Richard Parker elected West Midlands mayor in blow for Tories

Richard Parker addresses the crowd
Richard Parker won by just 1,500 votes [PA Media]

Labour's Richard Parker has been elected mayor of the West Midlands in dramatic fashion.

Six out of seven local authorities conducted vote checks and a full recount was ordered in Coventry with the race too close to call.

It will come as a huge blow to the Conservatives, who suffered heavy losses in English local elections.

Incumbent Andy Street had been in office since 2017 and was seeking a third term.

Richard Parker told the crowd at Birmingham's International Convention Centre (ICC): "This is the most important thing I will ever do.

"This week people voted for the person and the party. They recognised that a Labour mayor can make a positive difference in this region."

Mr Parker secured 225,590 votes with Mr Street coming a close second with 224,082 a margin of just 1508.

Pro-Palestine candidate Akhmed Yakoob, dubbed the TikTok lawyer, came a comfortable third place with 69,621 votes due to a healthy showing in Birmingham.

Siobhan Harper-Nunes (Green) secured 31,036 votes, Sunny Virk (Liberal Democrats) totalled 12,176 and Elaine Williams (Reform) got 34,471.

Overall turnout was down slightly on three years ago at 29.81%. That figured ranged from 34.95% in Solihull to 28.47% in Birmingham.

The outgoing mayor thanked election staff and his political opponents, his campaign team and those who voted for him.

He wished Mr Parker "all strength and wisdom" as he took over the reins.

He said: "It has been my honour to serve and to lead this place for the last seven years.

"I hope I've done it with dignity and integrity, and I hope I've bequeathed to Richard a combined authority - and indeed a role - to which young, aspiring leaders will want to aspire one day."

Cheering supporters
Labour activists in the crowd at the ICC celebrated [PA Media]

Solihull was the first of seven local authorities in the West Midlands to declare.

The borough gave the first indication of a tricky afternoon for Mr Street, who saw his 2021 majority there slashed by about 5,000 votes.

The next big shock came as it was revealed Mr Parker had beaten the incumbent mayor in Wolverhampton by almost 8,000 votes, Labour having lost there in 2021.

Drama continued throughout the afternoon and into the evening with the race looking too close to call on multiple occasions.

All seven local authorities took part in a partial inspection of some votes, known as a bundle check.

Mr Parker won Birmingham, the largest voting district, with 80,251 votes to Mr Street's 66,296.

The incumbent mayor picked up Wallsall and Dudley while his successor won Coventry after a full recount and, decisively, Sandwell.
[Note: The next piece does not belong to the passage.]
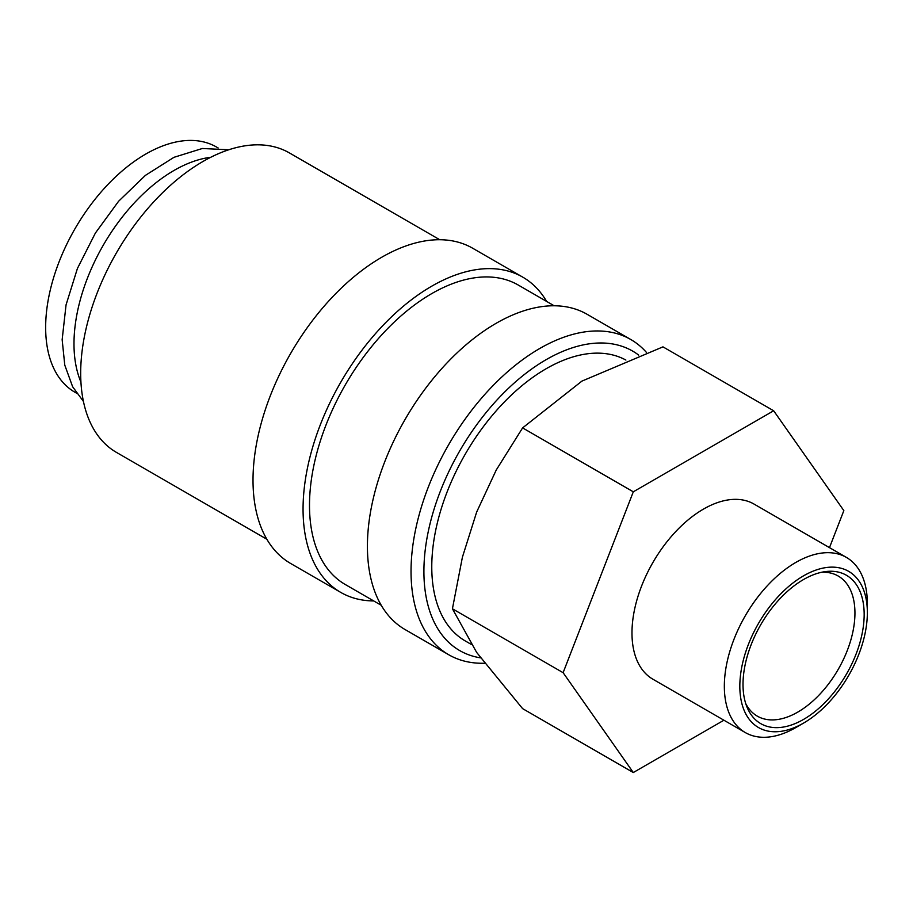 <?xml version="1.0" encoding="UTF-8"?>
<svg xmlns="http://www.w3.org/2000/svg" width="913" height="913" viewBox="0 0 913 913"><rect width="100%" height="100%" fill="white"/><g stroke="black" fill="none" stroke-linecap="round" stroke-linejoin="round"><path stroke-width="1.37" d="M646.415 352.384A182.018 105.086 120 0 0 630.746 339.488A182.018 105.086 120 0 0 490.486 388.253A182.018 105.086 120 0 0 411.033 571.424A182.018 105.086 120 0 0 448.728 654.747A182.018 105.086 120 0 0 484.563 663.237M638.723 355.134A172.922 99.837 120 0 0 503.554 393.115A172.922 99.837 120 0 0 423.906 571.424A172.922 99.837 120 0 0 480.546 657.851M630.746 339.488L587.127 314.3A182.018 105.086 120 0 0 446.868 363.066A182.018 105.086 120 0 0 367.414 546.248A182.018 105.086 120 0 0 405.11 629.571L448.728 654.747M554.157 305.775L518.23 285.027A172.922 99.837 120 0 0 384.978 331.362A172.922 99.837 120 0 0 309.496 505.38A172.922 99.837 120 0 0 345.308 584.537L381.246 605.285M546.647 301.438A182.018 105.086 120 0 0 522.772 277.153L472.729 248.256A182.018 105.086 120 0 0 332.458 297.022A182.018 105.086 120 0 0 253.015 480.192A182.018 105.086 120 0 0 290.711 563.515L340.766 592.411A182.018 105.086 120 0 0 373.725 600.937M522.772 277.153A182.018 105.086 120 0 0 382.513 325.918A182.018 105.086 120 0 0 303.059 509.089A182.018 105.086 120 0 0 340.766 592.411M439.758 239.731L289.421 152.928A172.922 99.837 120 0 0 156.169 199.251A172.922 99.837 120 0 0 80.686 373.269A172.922 99.837 120 0 0 116.499 452.426L266.836 539.229M633.302 772.535L522.601 708.625L476.654 652.43L452.426 608.777L462.412 557.181L476.654 512.067L496.227 470.047L522.601 427.9L581.923 381.109L662.964 346.86L773.665 410.77L633.302 491.81L563.116 672.687L633.302 772.535L723.918 720.22M846.408 557.409A101.126 58.386 120 0 0 768.484 584.503A101.126 58.386 120 0 0 724.34 686.268A101.126 58.386 120 0 0 745.282 732.557L652.921 679.226A101.126 58.386 -60 0 1 631.979 632.937A101.126 58.386 -60 0 1 676.122 531.172A101.126 58.386 -60 0 1 754.047 504.079L846.408 557.409A101.126 58.386 120 0 1 867.35 603.698L867.35 612.634A90.17 52.064 120 0 0 803.588 575.818A90.17 52.064 120 0 0 739.827 686.268A90.17 52.064 120 0 0 803.588 723.073A90.17 52.064 120 0 0 867.35 612.634M210.732 157.287A141.572 81.736 120 0 0 73.987 343.813A141.572 81.736 120 0 0 80.937 382.102M471.165 644.35L465.276 640.949A161.795 93.411 -60 0 1 431.769 566.882A161.795 93.411 -60 0 1 501.625 404.87A161.795 93.411 -60 0 1 625.884 360.053M821.586 572.268A80.892 46.711 -60 0 1 838.191 576.023A80.892 46.711 -60 0 1 854.945 613.057A80.892 46.711 -60 0 1 819.634 694.462A80.892 46.711 -60 0 1 757.299 716.134A80.892 46.711 -60 0 1 745.75 703.626M743.011 684.419A85.662 49.462 -60 0 1 825.204 571.629A85.662 49.462 -60 0 1 864.166 614.472A85.662 49.462 -60 0 1 814.579 711.889A85.662 49.462 -60 0 1 746.994 707.073A85.662 49.462 -60 0 1 743.011 684.419M76.578 393.183L74.969 392.259A141.572 81.736 -60 0 1 45.65 327.447A141.572 81.736 -60 0 1 107.449 184.974A141.572 81.736 -60 0 1 216.541 147.05L218.15 147.986M745.282 732.557A101.126 58.386 120 0 0 795.851 727.547L803.588 723.073M829.483 547.629L843.84 510.618L773.665 410.77M563.116 672.687L452.426 608.777M633.302 491.81L522.601 427.9M228.718 149.789L202.355 148.488L173.961 157.321L145.429 175.364L118.61 201.248L95.386 233.055L77.422 268.468L66.056 304.874L62.152 339.67L64.777 365.12L72.641 386.758L83.425 401.435"/></g></svg>

"I've covered dozens of election counts in my time and can't remember one as tense as this," said the BBC's Rob Mayor as counting continued hours after a result was expected.

Hard fought race

It was a contest fought over local issues including housing and transport.

Cash-strapped council budgets also defined the race after Birmingham City Council declared itself effectively bankrupt and announced dramatic cost cutting measures.

Mr Street had said the situation in Birmingham was unique, calling the financial crisis the result of a failure of the local authority's Labour leadership.

But a gloomy national picture saw him swept from power by the party's candidate in what will be a bitterly disappointing result for prime minister Rishi Sunak ahead of an upcoming general election.

Mr Parker will lead the West Midlands Combined Authority (WMCA) and represent 2.9 million people.